In 2027, FTSE 350 boards will sign the first mandatory declarations confirming their material internal controls were effective. A practical briefing on what each mandate requires and what adequate preparation looks like.

Owen Vallis · May 2026 · 13 min read

Executive Summary

In 2027, FTSE 350 boards will sign the first mandatory declarations confirming their material internal controls were effective. The evidence for those signatures must be built across 2026, starting now.

FRC Code Provision 29, PRA Supervisory Statement SS5/25, and the EU Digital Operational Resilience Act converge this year. Each raises the accountability bar independently. Together, they create a systemic trap. A single compliance failure in one domain can void the board’s declaration across all three.

The personal stakes have hardened. The Court of Appeal’s 2025 ruling in Saxon Woods Investments Ltd v Costa weakened the “honest belief” defence for directors. The Economic Crime and Corporate Transparency Act 2023’s “Failure to Prevent Fraud” offence is now fully operational. For PE-backed companies, governance quality determines exit valuation directly. Firms with premium governance controls command ARR multiples of 10x to 15x, compared with 5x to 7x for weakly governed equivalents.

This briefing, written from twenty years of CRO and board-level practice across PRA and FCA-supervised institutions, sets out what each mandate requires, where boards are most exposed, and what adequate preparation looks like.

One action: Take the Board Risk Readiness Assessment to score your organisation across all three mandates.

Three mandates, one convergence risk

Provision 29: the end of boilerplate assurance

The board must state, in the annual report, whether material internal controls were effective at the balance sheet date. Provision 29 of the 2024 UK Corporate Governance Code, applicable for financial years beginning on or after 1 January 2026, extends this obligation beyond financial reporting to cover operational, reporting, and compliance controls.

The FRC deliberately declined to prescribe what counts as a material control.
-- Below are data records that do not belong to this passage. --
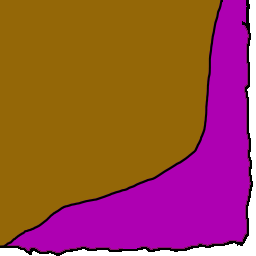
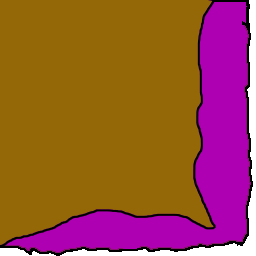
Comparing the layer stacks of the two 256px x 256px images. Changes:
renamed "1" to "Layer 1", hid it, painted on it over [left=0, top=0, right=246, bottom=246]
painted on "NUL Left" over [left=0, top=0, right=246, bottom=246]
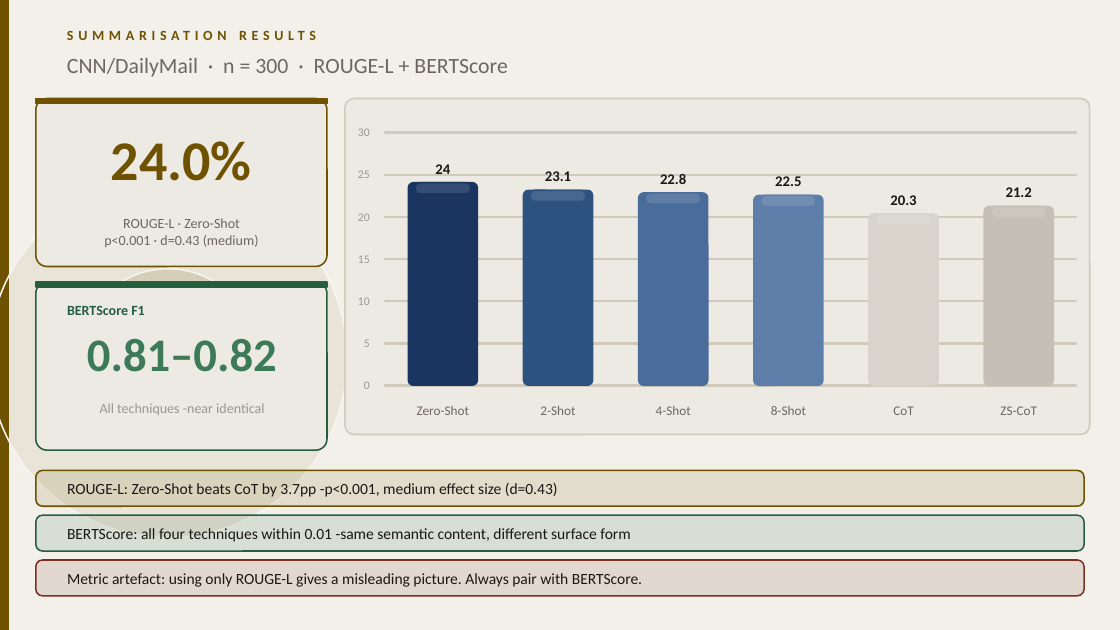
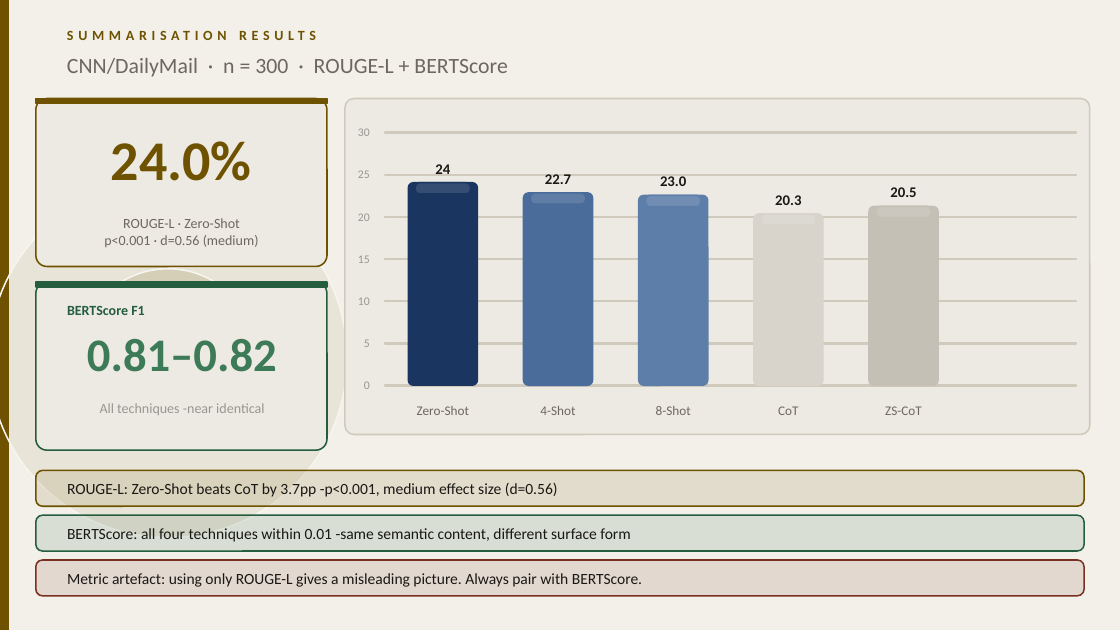
Before and after one commit to Varun-Kumar-DS/peef-dissertation, a slide deck: slide 7 of PEEF_Presentation_Final.pptx. Drawn at 1120x630 pixels with LibreOffice and Linux fonts; fonts in the diff are those of the drawing. Boxes give left, top, right and bottom in pixels: in the first picture for what was removed or moved away, otherwise in the second. Text is boxed around its words. In the diff, an @@ line names an element or a change of style, - is before the commit and + after.

```diff
--- a/PEEF_Presentation_Final.pptx
+++ b/PEEF_Presentation_Final.pptx
@@ text at <box>545,174,571,184</box>: text changed @@
-22.8
+22.7
@@ text removed at <box>545,171,571,181</box> @@
-23.1
@@ text at <box>660,176,686,186</box>: text changed @@
-22.5
+23.0
@@ rounded rectangle removed at <box>523,190,592,385</box> @@
@@ rounded rectangle removed at <box>531,190,586,202</box> @@
@@ text at <box>890,187,916,197</box>: text changed @@
-21.2
+20.5
@@ text at <box>104,235,259,247</box>: text changed @@
-p<0.001 · d=0.43 (medium)
+p<0.001 · d=0.56 (medium)
@@ 8 rounded rectangles, 5 texts: place and size @@
-8 rounded rectangles, 5 texts at <box>638,193,1054,415</box>
+8 rounded rectangles, 5 texts at <box>523,193,939,415</box>
@@ text removed at <box>540,406,575,415</box> @@
-2-Shot
@@ text at <box>67,483,558,497</box>: text changed @@
-ROUGE-L: Zero-Shot beats CoT by 3.7pp -p<0.001, medium effect size (d=0.43)
+ROUGE-L: Zero-Shot beats CoT by 3.7pp -p<0.001, medium effect size (d=0.56)
```
Also in this commit, not shown: 6 other slides changed, 2 other files.

Materiality is a board judgement, calibrated to the firm’s specific risk profile and stakeholder impact. Across the FTSE 350, firms are typically identifying between 30 and 60 material controls, with most settling around 35 to 40. That population must be reviewed and approved annually.
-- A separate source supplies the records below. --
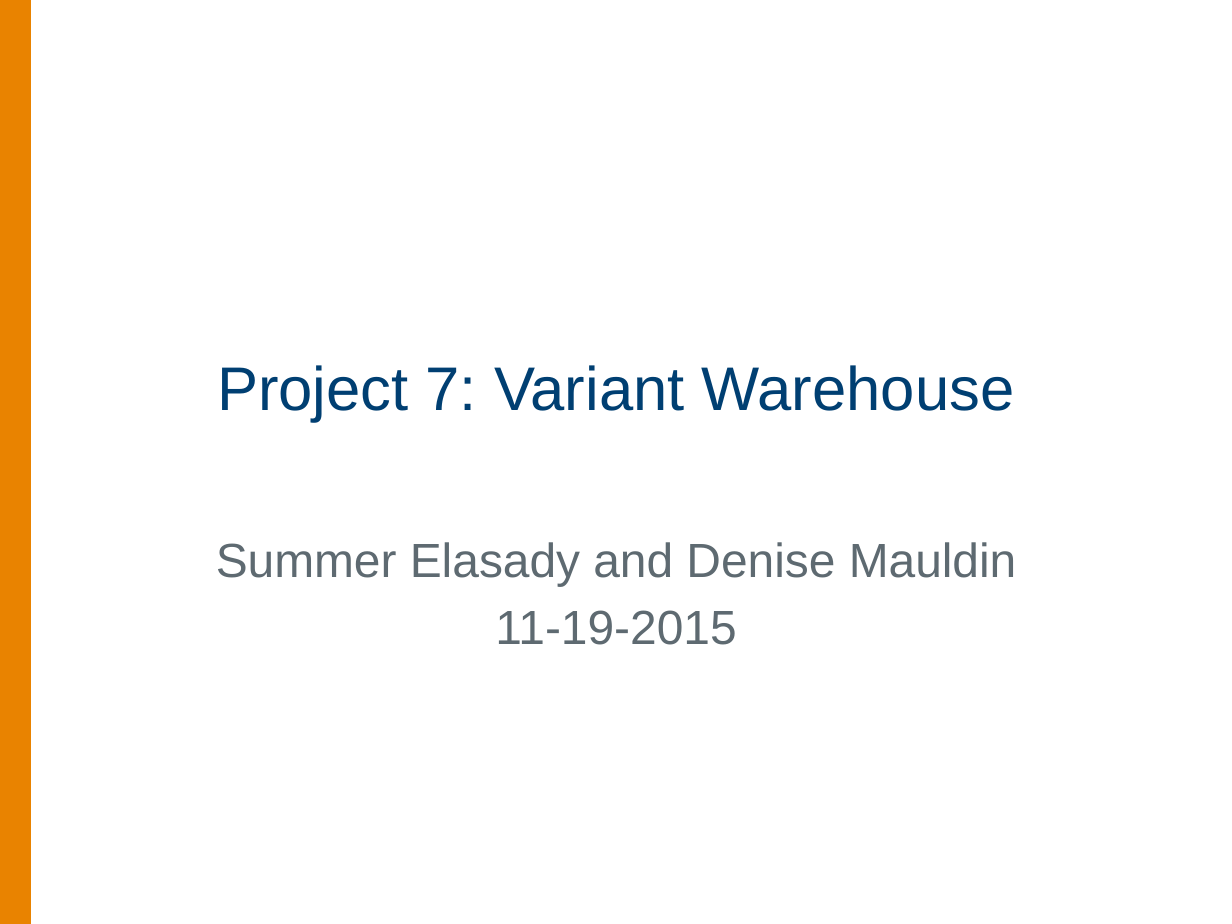
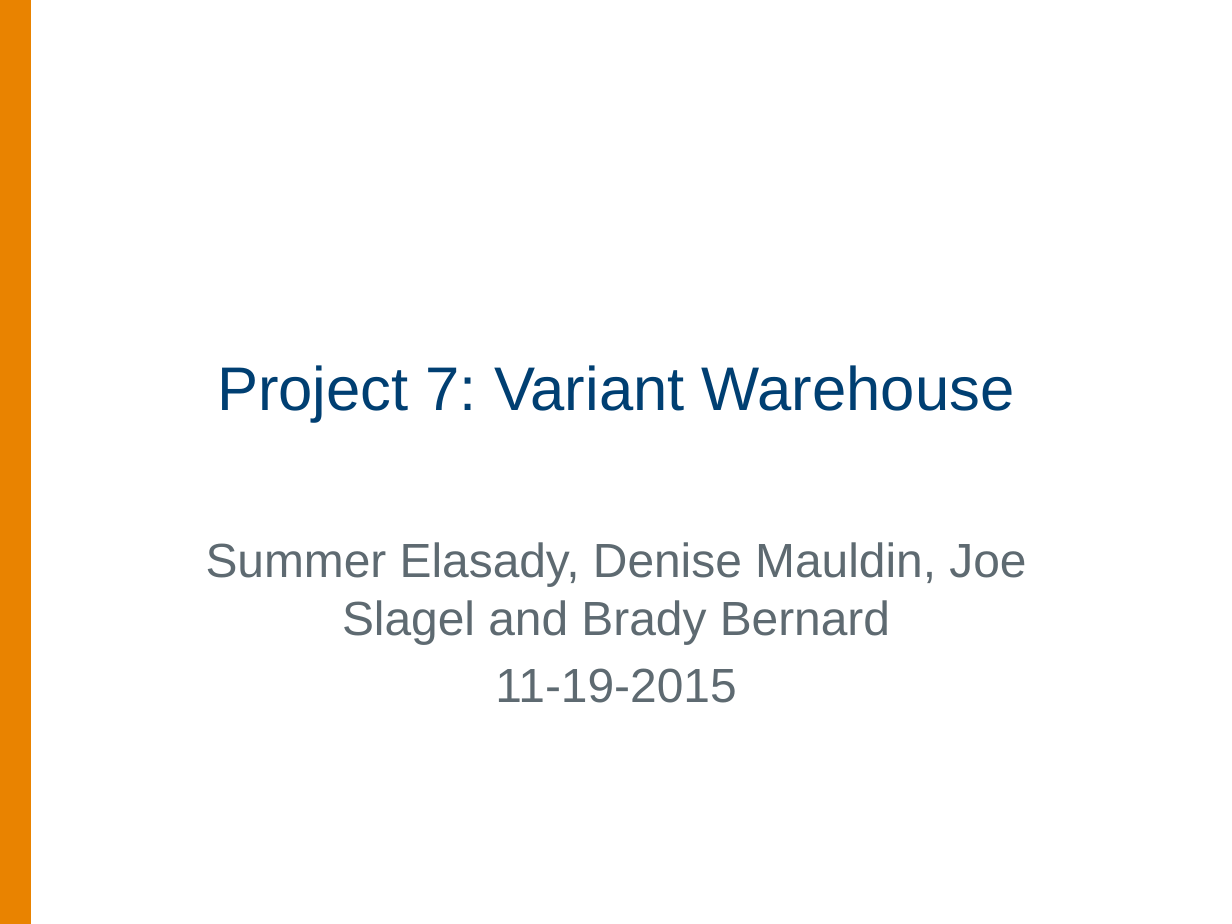
Before and after one commit to summerela/impala_scripts, a slide deck: slide 1 of training/ITMI_Impala_Training_2015.pptx. Drawn at 1232x924 pixels with LibreOffice and Linux fonts; fonts in the diff are those of the drawing; background and template pictures are left out. Boxes give left, top, right and bottom in pixels: in the first picture for what was removed or moved away, otherwise in the second. Text is boxed around its words. In the diff, an @@ line names an element or a change of style, - is before the commit and + after.

```diff
--- a/training/ITMI_Impala_Training_2015.pptx
+++ b/training/ITMI_Impala_Training_2015.pptx
@@ subtitle at (206,542,1026,644): text changed @@
-Summer Elasady and Denise Mauldin
+Summer Elasady, Denise Mauldin, Joe Slagel and Brady Bernard
```
Also in this commit, not shown: 6 other slides changed, 5 slides added, 5 slides removed, 4 other files.

One aspect of Provision 29 is non-negotiable. The board cannot delegate the task of reaching independent conclusions on control effectiveness to management, external consultants, or internal audit. The burden of independent judgement is real and the FRC expects boards to seek out control weaknesses actively, not wait to be informed of them.

DORA: the 4-hour board problem

DORA became enforceable in January 2025. Under Article 5, the board must approve, monitor, and periodically review the ICT risk management framework, and must demonstrate sufficient knowledge to assess ICT risk at board level. Regulators will interview directors directly on their operational controls.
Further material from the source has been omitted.